Mahatma Gandhi: “A man who was completely innocent, offered himself as a sacrifice for the good of others, including his enemies…”

“Christianity is the only religion on earth that has felt that omnipotence made God incomplete. Christianity alone has felt that God, to be wholly God must be a rebel as well as a king.”
G.K. Chesterton, English critic and author (1874-1936)

“From my youth onwards I have found in Jesus my great brother.”
Martin Buber, Jewish philosopher (1878-1965)

“As a child I received instruction both in the Bible and in the Talmud. I am a Jew, but I am enthralled by the luminous figure of the Nazarene….No one can read the Gospels without feeling the actual presence of Jesus. His personality pulsates in every word. No myth is filled with such life.”
Albert Einstein, physicist and professor (1879-1955)
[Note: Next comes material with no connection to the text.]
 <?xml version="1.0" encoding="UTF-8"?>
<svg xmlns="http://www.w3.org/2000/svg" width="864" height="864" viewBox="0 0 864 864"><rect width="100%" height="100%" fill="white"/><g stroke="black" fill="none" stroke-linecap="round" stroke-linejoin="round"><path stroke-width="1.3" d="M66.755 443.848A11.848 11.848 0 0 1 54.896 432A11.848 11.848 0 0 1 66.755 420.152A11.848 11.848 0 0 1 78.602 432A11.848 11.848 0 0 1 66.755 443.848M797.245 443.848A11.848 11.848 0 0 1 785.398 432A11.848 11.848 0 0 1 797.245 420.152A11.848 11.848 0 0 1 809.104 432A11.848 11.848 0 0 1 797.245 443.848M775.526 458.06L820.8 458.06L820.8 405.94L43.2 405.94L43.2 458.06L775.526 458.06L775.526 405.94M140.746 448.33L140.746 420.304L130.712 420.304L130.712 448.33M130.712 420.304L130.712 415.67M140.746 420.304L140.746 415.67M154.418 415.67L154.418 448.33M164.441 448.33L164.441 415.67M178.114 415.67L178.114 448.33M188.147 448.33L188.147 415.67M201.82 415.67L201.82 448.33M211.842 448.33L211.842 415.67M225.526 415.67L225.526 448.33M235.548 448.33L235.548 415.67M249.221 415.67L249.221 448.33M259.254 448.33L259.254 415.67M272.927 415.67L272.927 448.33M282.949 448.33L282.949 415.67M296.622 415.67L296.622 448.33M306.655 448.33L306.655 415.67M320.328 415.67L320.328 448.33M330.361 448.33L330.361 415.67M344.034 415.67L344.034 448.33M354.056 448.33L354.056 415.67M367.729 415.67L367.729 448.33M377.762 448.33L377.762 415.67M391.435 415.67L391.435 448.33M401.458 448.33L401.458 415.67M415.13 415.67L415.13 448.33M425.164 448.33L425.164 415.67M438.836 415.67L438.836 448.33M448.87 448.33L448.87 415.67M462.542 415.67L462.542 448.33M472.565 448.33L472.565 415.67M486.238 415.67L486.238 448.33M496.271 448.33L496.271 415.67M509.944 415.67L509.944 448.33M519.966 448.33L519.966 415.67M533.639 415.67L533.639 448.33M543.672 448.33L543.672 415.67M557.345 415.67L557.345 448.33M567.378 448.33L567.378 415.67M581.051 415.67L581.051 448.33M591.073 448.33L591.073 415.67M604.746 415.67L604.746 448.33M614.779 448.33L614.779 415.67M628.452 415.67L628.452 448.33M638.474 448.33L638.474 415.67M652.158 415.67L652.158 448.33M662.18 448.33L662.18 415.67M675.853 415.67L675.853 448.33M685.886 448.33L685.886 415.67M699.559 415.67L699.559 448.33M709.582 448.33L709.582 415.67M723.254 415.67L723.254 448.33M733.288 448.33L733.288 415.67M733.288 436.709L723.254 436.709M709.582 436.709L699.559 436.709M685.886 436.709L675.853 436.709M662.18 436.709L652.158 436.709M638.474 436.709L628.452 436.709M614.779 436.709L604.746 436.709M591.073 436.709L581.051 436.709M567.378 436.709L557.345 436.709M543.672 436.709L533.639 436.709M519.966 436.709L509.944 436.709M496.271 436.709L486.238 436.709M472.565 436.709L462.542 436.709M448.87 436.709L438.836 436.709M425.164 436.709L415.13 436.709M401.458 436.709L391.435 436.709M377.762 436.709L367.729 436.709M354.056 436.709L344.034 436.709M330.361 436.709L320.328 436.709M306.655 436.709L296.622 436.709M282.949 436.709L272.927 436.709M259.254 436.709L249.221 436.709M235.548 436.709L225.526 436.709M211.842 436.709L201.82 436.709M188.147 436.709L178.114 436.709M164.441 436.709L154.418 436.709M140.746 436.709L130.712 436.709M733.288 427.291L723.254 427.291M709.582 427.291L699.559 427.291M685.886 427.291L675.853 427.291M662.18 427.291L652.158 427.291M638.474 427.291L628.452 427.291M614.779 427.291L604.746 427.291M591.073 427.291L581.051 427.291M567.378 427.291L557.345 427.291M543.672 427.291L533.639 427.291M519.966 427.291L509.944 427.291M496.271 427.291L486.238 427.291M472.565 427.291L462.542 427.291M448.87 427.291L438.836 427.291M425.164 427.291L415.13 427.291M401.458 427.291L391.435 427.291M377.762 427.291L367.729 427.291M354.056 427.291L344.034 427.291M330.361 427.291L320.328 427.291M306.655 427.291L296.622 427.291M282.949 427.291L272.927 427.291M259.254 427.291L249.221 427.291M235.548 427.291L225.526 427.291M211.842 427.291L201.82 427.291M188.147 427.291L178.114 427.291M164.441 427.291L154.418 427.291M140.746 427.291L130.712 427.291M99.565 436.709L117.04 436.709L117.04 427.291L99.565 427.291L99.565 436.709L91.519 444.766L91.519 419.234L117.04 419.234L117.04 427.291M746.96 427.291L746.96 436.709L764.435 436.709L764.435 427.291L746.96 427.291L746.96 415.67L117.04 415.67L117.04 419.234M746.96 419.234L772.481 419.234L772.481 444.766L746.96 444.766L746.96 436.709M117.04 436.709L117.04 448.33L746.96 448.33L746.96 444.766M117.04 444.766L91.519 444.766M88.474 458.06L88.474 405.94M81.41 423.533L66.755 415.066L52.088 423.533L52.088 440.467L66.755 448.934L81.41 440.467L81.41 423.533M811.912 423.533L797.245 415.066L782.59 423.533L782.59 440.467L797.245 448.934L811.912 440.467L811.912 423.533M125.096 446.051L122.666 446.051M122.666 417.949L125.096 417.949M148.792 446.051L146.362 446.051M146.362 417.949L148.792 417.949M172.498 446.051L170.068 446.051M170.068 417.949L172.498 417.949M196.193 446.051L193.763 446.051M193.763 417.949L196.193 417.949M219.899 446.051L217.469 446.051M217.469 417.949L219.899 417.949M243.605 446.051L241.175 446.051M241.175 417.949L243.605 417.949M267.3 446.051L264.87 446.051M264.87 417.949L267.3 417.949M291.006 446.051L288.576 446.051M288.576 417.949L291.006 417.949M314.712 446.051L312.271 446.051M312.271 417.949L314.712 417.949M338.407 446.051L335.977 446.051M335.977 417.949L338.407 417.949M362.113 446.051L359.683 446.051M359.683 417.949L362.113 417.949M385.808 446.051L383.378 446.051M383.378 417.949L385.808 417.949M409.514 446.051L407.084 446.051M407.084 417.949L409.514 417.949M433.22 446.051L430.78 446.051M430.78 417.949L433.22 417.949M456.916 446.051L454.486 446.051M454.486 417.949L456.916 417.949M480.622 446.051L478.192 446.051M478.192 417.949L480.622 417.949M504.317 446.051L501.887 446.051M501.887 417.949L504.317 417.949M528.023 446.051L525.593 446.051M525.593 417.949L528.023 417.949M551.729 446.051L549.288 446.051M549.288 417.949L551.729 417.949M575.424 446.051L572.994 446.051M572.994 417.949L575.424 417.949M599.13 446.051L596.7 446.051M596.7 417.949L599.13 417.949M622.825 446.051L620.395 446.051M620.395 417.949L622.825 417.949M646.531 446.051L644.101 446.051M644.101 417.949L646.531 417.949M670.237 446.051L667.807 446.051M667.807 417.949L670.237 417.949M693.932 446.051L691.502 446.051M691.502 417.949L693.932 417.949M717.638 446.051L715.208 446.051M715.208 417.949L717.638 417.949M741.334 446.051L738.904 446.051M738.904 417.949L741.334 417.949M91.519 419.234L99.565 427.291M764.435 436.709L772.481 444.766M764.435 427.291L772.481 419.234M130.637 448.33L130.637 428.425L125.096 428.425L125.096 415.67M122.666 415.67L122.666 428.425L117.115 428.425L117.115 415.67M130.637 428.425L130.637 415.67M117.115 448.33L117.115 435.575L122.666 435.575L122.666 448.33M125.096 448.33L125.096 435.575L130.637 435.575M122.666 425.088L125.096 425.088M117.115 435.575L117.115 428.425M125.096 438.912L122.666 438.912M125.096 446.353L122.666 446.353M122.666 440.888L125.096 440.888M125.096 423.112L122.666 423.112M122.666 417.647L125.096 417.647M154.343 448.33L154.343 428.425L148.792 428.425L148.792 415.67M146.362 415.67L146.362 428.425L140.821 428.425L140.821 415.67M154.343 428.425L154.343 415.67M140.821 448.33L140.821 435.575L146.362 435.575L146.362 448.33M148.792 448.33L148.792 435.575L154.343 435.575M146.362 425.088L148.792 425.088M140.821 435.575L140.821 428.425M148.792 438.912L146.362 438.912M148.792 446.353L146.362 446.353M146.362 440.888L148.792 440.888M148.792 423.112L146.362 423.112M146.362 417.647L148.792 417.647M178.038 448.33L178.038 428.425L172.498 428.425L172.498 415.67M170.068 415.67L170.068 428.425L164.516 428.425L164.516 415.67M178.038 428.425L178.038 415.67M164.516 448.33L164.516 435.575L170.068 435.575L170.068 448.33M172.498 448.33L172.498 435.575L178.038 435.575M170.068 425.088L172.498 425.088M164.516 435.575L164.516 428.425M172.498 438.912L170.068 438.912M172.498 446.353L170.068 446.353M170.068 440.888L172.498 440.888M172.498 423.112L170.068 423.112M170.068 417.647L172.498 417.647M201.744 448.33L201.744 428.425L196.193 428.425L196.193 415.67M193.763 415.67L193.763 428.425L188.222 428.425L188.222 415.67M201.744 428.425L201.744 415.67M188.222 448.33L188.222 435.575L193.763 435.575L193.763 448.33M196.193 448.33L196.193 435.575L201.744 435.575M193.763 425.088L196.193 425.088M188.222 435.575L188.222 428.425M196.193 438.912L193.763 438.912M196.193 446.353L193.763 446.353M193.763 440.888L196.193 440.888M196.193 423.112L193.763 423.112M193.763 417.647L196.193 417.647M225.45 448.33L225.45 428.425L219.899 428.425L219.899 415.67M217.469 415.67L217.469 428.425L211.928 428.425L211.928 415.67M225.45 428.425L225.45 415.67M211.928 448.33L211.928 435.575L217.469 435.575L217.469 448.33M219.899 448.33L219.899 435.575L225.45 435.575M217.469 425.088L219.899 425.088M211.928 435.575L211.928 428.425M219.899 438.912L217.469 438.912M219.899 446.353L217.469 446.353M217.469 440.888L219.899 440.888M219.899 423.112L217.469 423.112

“Jesus Christ is to me the outstanding personality of all time, all history, both as Son of God and as Son of Man. Everything he ever said or did has value for us today and that is something you can say of no other man, dead or alive. There is no easy middle ground to stroll upon. You either accept Jesus or reject him.”
Sholem Asch, Jewish author (1880-1957)

“In Jesus, God wills to be true God not only in the height but also in the depth – in the depth of human creatureliness, sinfulness and mortality.”
Karl Barth, Swiss theologian (1886-1968)

“A man who was merely a man and said the sort of things Jesus said would not be a great moral teacher. He would either be a lunatic – on a level with the man who says he is a poached egg – or else he would be the Devil of Hell. You must make your choice. Either this man was, and is, the Son of God; or else a madman or something worse. You can shut Him up for a fool, you can spit at Him and kill him as a demon; or you can fall at His feet and call Him Lord and God. But let us not come with any patronizing nonsense about His being a great human teacher. He has not left that open to us. He did not intend to.
C.S. Lewis, British author (1898-1963)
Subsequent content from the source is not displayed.